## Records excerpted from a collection
+ + + +

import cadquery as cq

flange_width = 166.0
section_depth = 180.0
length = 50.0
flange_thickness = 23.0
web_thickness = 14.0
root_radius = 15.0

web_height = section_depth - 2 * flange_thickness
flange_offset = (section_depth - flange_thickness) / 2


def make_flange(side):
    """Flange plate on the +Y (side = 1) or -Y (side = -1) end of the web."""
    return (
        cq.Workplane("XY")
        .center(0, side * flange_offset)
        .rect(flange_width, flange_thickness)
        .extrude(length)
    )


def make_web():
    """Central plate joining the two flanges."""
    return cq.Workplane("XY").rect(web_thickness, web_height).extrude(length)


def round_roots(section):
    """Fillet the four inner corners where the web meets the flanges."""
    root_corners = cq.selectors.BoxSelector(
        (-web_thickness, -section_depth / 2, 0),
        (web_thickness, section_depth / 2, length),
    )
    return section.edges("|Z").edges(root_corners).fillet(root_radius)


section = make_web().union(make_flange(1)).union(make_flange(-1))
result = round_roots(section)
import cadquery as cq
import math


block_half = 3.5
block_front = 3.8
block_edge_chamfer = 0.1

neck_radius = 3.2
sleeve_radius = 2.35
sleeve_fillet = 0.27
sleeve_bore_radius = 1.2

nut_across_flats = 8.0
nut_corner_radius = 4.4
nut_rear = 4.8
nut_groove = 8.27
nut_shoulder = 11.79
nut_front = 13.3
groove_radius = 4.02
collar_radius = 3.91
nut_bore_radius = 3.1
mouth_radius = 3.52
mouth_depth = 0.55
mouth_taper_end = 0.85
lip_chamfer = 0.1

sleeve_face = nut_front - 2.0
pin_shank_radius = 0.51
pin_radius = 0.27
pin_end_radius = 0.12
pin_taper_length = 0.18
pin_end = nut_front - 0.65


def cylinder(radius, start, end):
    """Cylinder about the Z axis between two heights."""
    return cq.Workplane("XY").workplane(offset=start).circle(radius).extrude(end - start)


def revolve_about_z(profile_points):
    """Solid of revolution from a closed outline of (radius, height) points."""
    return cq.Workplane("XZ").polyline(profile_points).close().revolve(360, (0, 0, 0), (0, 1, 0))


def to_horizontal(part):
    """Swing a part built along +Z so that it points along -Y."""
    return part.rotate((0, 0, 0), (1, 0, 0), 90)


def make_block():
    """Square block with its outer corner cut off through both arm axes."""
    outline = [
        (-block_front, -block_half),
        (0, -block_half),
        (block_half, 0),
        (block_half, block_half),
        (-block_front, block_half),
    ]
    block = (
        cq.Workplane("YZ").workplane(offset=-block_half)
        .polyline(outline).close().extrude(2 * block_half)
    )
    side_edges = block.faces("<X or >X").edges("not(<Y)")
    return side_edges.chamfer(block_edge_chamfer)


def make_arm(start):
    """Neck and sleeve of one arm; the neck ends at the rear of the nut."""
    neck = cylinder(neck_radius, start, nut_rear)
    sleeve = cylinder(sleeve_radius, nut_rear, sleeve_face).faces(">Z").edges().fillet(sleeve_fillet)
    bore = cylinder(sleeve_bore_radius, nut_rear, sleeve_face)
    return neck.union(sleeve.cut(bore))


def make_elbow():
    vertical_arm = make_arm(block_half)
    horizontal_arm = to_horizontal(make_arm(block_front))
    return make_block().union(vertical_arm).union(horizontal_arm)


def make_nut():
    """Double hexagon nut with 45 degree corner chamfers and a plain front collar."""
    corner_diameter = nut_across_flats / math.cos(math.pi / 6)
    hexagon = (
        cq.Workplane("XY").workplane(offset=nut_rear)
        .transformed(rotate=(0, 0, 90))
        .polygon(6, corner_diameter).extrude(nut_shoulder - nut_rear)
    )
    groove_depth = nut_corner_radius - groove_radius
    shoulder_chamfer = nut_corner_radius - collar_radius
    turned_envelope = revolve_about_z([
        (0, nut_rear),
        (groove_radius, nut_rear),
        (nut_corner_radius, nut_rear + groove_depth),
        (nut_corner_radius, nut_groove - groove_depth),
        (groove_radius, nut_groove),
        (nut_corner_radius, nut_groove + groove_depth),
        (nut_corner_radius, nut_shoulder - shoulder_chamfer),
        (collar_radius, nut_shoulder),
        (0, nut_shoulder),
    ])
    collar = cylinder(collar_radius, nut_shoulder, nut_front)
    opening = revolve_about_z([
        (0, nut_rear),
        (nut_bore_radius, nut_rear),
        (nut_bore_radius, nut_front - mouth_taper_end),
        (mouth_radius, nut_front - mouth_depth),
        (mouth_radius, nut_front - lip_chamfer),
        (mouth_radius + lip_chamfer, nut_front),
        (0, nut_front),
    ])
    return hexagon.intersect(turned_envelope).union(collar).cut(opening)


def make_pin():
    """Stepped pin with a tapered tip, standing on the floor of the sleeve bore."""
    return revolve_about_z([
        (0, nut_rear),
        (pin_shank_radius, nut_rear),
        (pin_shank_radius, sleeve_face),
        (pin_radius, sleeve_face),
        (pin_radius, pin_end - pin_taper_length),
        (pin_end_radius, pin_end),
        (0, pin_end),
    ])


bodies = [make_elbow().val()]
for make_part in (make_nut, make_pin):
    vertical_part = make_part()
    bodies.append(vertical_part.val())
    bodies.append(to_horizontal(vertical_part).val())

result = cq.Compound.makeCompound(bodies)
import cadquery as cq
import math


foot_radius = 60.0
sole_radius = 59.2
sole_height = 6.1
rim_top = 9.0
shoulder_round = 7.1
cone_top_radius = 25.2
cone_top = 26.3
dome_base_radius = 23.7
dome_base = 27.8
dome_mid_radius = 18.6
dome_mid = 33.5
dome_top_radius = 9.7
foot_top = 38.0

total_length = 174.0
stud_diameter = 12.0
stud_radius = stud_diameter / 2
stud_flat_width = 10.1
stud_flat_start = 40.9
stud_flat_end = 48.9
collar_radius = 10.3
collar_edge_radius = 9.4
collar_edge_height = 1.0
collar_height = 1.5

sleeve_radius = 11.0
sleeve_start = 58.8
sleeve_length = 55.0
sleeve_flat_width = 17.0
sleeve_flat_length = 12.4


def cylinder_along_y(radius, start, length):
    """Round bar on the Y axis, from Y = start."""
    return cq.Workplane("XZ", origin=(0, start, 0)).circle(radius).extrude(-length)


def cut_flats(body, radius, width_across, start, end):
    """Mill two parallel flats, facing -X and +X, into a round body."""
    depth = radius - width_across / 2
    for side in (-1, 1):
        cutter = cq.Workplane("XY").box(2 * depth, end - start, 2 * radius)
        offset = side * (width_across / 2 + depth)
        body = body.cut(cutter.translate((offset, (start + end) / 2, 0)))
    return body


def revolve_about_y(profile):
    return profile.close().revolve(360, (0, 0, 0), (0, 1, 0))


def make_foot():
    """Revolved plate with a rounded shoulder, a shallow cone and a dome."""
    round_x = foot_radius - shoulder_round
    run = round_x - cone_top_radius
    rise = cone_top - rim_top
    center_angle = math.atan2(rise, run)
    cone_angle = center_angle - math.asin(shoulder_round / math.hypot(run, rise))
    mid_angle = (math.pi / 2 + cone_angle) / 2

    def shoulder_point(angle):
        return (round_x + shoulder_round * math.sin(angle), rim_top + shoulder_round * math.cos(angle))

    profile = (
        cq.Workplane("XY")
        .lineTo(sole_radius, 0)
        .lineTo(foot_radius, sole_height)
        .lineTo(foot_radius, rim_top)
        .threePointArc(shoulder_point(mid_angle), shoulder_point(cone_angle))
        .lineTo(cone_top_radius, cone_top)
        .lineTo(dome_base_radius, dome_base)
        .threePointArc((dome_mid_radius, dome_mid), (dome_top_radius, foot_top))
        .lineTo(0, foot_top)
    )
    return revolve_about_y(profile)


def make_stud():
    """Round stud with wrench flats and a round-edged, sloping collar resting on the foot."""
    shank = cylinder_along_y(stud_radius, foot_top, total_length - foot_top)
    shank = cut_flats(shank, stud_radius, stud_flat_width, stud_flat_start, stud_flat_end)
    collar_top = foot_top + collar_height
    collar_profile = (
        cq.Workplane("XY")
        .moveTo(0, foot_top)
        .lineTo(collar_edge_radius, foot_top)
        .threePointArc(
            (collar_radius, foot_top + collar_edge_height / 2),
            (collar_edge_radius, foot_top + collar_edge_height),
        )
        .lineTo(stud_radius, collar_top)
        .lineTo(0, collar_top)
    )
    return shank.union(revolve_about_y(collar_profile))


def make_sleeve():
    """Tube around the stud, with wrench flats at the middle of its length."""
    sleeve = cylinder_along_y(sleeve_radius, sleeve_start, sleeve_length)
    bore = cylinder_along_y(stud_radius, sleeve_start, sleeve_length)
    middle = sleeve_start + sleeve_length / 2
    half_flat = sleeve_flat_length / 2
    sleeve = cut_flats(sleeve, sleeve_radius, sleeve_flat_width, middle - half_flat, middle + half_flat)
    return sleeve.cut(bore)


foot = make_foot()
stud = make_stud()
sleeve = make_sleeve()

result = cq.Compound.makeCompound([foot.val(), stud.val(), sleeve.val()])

+ + + +

## THE PROBLEM
Which lines above include the word "Compound"? Return each one.

## REPLY TO THE TASK
result = cq.Compound.makeCompound(bodies)
result = cq.Compound.makeCompound([foot.val(), stud.val(), sleeve.val()])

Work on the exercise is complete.